### Problem:
Write out the data exactly, keeping every line.

### Collected data entries:

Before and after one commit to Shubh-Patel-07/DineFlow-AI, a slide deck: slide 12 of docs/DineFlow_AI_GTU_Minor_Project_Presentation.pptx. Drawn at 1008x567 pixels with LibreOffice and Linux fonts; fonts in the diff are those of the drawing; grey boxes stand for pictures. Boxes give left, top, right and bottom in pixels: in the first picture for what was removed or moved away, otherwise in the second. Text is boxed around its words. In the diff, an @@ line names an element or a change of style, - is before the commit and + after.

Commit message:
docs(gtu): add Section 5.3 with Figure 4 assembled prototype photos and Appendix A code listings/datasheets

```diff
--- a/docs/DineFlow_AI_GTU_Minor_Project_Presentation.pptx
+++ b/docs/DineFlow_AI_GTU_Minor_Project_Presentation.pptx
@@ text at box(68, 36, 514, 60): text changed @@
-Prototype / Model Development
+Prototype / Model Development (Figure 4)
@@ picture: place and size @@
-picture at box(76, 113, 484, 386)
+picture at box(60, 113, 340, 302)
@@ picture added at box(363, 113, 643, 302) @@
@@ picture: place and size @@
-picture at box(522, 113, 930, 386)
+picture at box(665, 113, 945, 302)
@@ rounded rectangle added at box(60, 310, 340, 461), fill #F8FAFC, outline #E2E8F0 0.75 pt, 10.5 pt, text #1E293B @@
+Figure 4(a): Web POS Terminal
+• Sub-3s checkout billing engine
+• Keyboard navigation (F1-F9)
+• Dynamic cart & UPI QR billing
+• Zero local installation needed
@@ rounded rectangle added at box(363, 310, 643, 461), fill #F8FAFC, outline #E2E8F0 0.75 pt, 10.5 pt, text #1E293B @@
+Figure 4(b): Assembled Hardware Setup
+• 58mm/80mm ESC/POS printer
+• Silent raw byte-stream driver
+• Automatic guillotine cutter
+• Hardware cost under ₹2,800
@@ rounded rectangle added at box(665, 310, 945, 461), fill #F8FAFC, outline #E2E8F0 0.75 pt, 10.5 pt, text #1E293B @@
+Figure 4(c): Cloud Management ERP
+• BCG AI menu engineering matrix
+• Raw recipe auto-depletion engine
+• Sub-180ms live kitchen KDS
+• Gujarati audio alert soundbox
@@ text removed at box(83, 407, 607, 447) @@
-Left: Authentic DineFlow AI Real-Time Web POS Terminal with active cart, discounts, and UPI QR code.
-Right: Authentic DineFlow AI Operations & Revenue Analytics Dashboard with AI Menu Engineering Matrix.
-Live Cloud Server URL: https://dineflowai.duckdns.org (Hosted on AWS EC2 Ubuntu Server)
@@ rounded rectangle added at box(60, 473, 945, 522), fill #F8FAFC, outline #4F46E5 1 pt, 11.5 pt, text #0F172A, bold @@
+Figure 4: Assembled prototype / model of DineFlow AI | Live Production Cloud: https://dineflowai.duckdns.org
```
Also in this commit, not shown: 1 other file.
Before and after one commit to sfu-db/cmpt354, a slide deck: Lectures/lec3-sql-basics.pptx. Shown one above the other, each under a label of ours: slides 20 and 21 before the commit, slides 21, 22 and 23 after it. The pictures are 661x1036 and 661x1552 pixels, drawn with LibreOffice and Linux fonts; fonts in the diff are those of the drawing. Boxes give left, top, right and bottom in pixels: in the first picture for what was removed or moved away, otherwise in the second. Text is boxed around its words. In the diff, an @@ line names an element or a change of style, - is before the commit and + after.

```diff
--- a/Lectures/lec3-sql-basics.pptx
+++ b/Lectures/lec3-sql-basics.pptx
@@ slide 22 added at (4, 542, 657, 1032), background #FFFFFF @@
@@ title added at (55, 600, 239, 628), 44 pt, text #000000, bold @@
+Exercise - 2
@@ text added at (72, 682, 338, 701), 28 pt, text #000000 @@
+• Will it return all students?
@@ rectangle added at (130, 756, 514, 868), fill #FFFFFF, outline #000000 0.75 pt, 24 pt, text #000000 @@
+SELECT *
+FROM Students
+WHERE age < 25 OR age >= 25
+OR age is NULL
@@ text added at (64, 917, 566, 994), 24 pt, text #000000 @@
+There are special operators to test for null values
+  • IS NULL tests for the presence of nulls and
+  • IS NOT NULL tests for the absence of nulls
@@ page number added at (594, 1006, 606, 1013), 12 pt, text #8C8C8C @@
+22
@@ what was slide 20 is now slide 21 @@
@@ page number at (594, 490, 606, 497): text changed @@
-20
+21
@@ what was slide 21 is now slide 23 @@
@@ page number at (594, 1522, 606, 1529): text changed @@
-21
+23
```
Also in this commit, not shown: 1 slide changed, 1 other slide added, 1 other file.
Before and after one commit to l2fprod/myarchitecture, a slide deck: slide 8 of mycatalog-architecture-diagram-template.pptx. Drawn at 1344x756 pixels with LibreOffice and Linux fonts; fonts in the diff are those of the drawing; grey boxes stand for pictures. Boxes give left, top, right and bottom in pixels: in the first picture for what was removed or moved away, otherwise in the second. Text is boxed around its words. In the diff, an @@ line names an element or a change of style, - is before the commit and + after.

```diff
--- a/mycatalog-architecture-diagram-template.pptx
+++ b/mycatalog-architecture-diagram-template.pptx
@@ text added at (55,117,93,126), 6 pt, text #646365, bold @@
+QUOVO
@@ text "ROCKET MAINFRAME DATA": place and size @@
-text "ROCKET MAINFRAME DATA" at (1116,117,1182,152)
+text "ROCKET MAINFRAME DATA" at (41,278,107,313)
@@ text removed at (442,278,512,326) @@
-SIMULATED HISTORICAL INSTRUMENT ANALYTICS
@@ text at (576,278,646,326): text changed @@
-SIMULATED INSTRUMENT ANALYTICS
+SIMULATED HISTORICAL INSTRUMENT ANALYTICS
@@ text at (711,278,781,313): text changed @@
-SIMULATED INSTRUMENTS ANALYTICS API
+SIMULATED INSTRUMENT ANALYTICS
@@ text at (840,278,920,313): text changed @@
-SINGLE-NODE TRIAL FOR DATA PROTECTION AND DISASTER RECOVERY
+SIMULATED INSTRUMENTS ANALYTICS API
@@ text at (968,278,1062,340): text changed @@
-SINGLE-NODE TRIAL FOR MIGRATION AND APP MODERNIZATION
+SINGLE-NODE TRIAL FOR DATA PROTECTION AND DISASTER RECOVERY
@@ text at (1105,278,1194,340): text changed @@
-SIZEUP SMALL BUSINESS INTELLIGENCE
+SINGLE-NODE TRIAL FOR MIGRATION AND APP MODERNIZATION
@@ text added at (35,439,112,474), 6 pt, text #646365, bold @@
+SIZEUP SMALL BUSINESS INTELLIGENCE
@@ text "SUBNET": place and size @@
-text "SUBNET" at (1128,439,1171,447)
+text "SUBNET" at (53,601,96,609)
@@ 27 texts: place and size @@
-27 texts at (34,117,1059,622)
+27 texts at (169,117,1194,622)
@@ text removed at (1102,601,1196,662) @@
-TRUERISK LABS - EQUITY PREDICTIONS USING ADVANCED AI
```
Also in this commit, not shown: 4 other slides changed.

### Expected output:
Before and after one commit to Shubh-Patel-07/DineFlow-AI, a slide deck: slide 12 of docs/DineFlow_AI_GTU_Minor_Project_Presentation.pptx. Drawn at 1008x567 pixels with LibreOffice and Linux fonts; fonts in the diff are those of the drawing; grey boxes stand for pictures. Boxes give left, top, right and bottom in pixels: in the first picture for what was removed or moved away, otherwise in the second. Text is boxed around its words. In the diff, an @@ line names an element or a change of style, - is before the commit and + after.

Commit message:
docs(gtu): add Section 5.3 with Figure 4 assembled prototype photos and Appendix A code listings/datasheets

```diff
--- a/docs/DineFlow_AI_GTU_Minor_Project_Presentation.pptx
+++ b/docs/DineFlow_AI_GTU_Minor_Project_Presentation.pptx
@@ text at box(68, 36, 514, 60): text changed @@
-Prototype / Model Development
+Prototype / Model Development (Figure 4)
@@ picture: place and size @@
-picture at box(76, 113, 484, 386)
+picture at box(60, 113, 340, 302)
@@ picture added at box(363, 113, 643, 302) @@
@@ picture: place and size @@
-picture at box(522, 113, 930, 386)
+picture at box(665, 113, 945, 302)
@@ rounded rectangle added at box(60, 310, 340, 461), fill #F8FAFC, outline #E2E8F0 0.75 pt, 10.5 pt, text #1E293B @@
+Figure 4(a): Web POS Terminal
+• Sub-3s checkout billing engine
+• Keyboard navigation (F1-F9)
+• Dynamic cart & UPI QR billing
+• Zero local installation needed
@@ rounded rectangle added at box(363, 310, 643, 461), fill #F8FAFC, outline #E2E8F0 0.75 pt, 10.5 pt, text #1E293B @@
+Figure 4(b): Assembled Hardware Setup
+• 58mm/80mm ESC/POS printer
+• Silent raw byte-stream driver
+• Automatic guillotine cutter
+• Hardware cost under ₹2,800
@@ rounded rectangle added at box(665, 310, 945, 461), fill #F8FAFC, outline #E2E8F0 0.75 pt, 10.5 pt, text #1E293B @@
+Figure 4(c): Cloud Management ERP
+• BCG AI menu engineering matrix
+• Raw recipe auto-depletion engine
+• Sub-180ms live kitchen KDS
+• Gujarati audio alert soundbox
@@ text removed at box(83, 407, 607, 447) @@
-Left: Authentic DineFlow AI Real-Time Web POS Terminal with active cart, discounts, and UPI QR code.
-Right: Authentic DineFlow AI Operations & Revenue Analytics Dashboard with AI Menu Engineering Matrix.
-Live Cloud Server URL: https://dineflowai.duckdns.org (Hosted on AWS EC2 Ubuntu Server)
@@ rounded rectangle added at box(60, 473, 945, 522), fill #F8FAFC, outline #4F46E5 1 pt, 11.5 pt, text #0F172A, bold @@
+Figure 4: Assembled prototype / model of DineFlow AI | Live Production Cloud: https://dineflowai.duckdns.org
```
Also in this commit, not shown: 1 other file.
Before and after one commit to sfu-db/cmpt354, a slide deck: Lectures/lec3-sql-basics.pptx. Shown one above the other, each under a label of ours: slides 20 and 21 before the commit, slides 21, 22 and 23 after it. The pictures are 661x1036 and 661x1552 pixels, drawn with LibreOffice and Linux fonts; fonts in the diff are those of the drawing. Boxes give left, top, right and bottom in pixels: in the first picture for what was removed or moved away, otherwise in the second. Text is boxed around its words. In the diff, an @@ line names an element or a change of style, - is before the commit and + after.

```diff
--- a/Lectures/lec3-sql-basics.pptx
+++ b/Lectures/lec3-sql-basics.pptx
@@ slide 22 added at (4, 542, 657, 1032), background #FFFFFF @@
@@ title added at (55, 600, 239, 628), 44 pt, text #000000, bold @@
+Exercise - 2
@@ text added at (72, 682, 338, 701), 28 pt, text #000000 @@
+• Will it return all students?
@@ rectangle added at (130, 756, 514, 868), fill #FFFFFF, outline #000000 0.75 pt, 24 pt, text #000000 @@
+SELECT *
+FROM Students
+WHERE age < 25 OR age >= 25
+OR age is NULL
@@ text added at (64, 917, 566, 994), 24 pt, text #000000 @@
+There are special operators to test for null values
+  • IS NULL tests for the presence of nulls and
+  • IS NOT NULL tests for the absence of nulls
@@ page number added at (594, 1006, 606, 1013), 12 pt, text #8C8C8C @@
+22
@@ what was slide 20 is now slide 21 @@
@@ page number at (594, 490, 606, 497): text changed @@
-20
+21
@@ what was slide 21 is now slide 23 @@
@@ page number at (594, 1522, 606, 1529): text changed @@
-21
+23
```
Also in this commit, not shown: 1 slide changed, 1 other slide added, 1 other file.
Before and after one commit to l2fprod/myarchitecture, a slide deck: slide 8 of mycatalog-architecture-diagram-template.pptx. Drawn at 1344x756 pixels with LibreOffice and Linux fonts; fonts in the diff are those of the drawing; grey boxes stand for pictures. Boxes give left, top, right and bottom in pixels: in the first picture for what was removed or moved away, otherwise in the second. Text is boxed around its words. In the diff, an @@ line names an element or a change of style, - is before the commit and + after.

```diff
--- a/mycatalog-architecture-diagram-template.pptx
+++ b/mycatalog-architecture-diagram-template.pptx
@@ text added at (55,117,93,126), 6 pt, text #646365, bold @@
+QUOVO
@@ text "ROCKET MAINFRAME DATA": place and size @@
-text "ROCKET MAINFRAME DATA" at (1116,117,1182,152)
+text "ROCKET MAINFRAME DATA" at (41,278,107,313)
@@ text removed at (442,278,512,326) @@
-SIMULATED HISTORICAL INSTRUMENT ANALYTICS
@@ text at (576,278,646,326): text changed @@
-SIMULATED INSTRUMENT ANALYTICS
+SIMULATED HISTORICAL INSTRUMENT ANALYTICS
@@ text at (711,278,781,313): text changed @@
-SIMULATED INSTRUMENTS ANALYTICS API
+SIMULATED INSTRUMENT ANALYTICS
@@ text at (840,278,920,313): text changed @@
-SINGLE-NODE TRIAL FOR DATA PROTECTION AND DISASTER RECOVERY
+SIMULATED INSTRUMENTS ANALYTICS API
@@ text at (968,278,1062,340): text changed @@
-SINGLE-NODE TRIAL FOR MIGRATION AND APP MODERNIZATION
+SINGLE-NODE TRIAL FOR DATA PROTECTION AND DISASTER RECOVERY
@@ text at (1105,278,1194,340): text changed @@
-SIZEUP SMALL BUSINESS INTELLIGENCE
+SINGLE-NODE TRIAL FOR MIGRATION AND APP MODERNIZATION
@@ text added at (35,439,112,474), 6 pt, text #646365, bold @@
+SIZEUP SMALL BUSINESS INTELLIGENCE
@@ text "SUBNET": place and size @@
-text "SUBNET" at (1128,439,1171,447)
+text "SUBNET" at (53,601,96,609)
@@ 27 texts: place and size @@
-27 texts at (34,117,1059,622)
+27 texts at (169,117,1194,622)
@@ text removed at (1102,601,1196,662) @@
-TRUERISK LABS - EQUITY PREDICTIONS USING ADVANCED AI
```
Also in this commit, not shown: 4 other slides changed.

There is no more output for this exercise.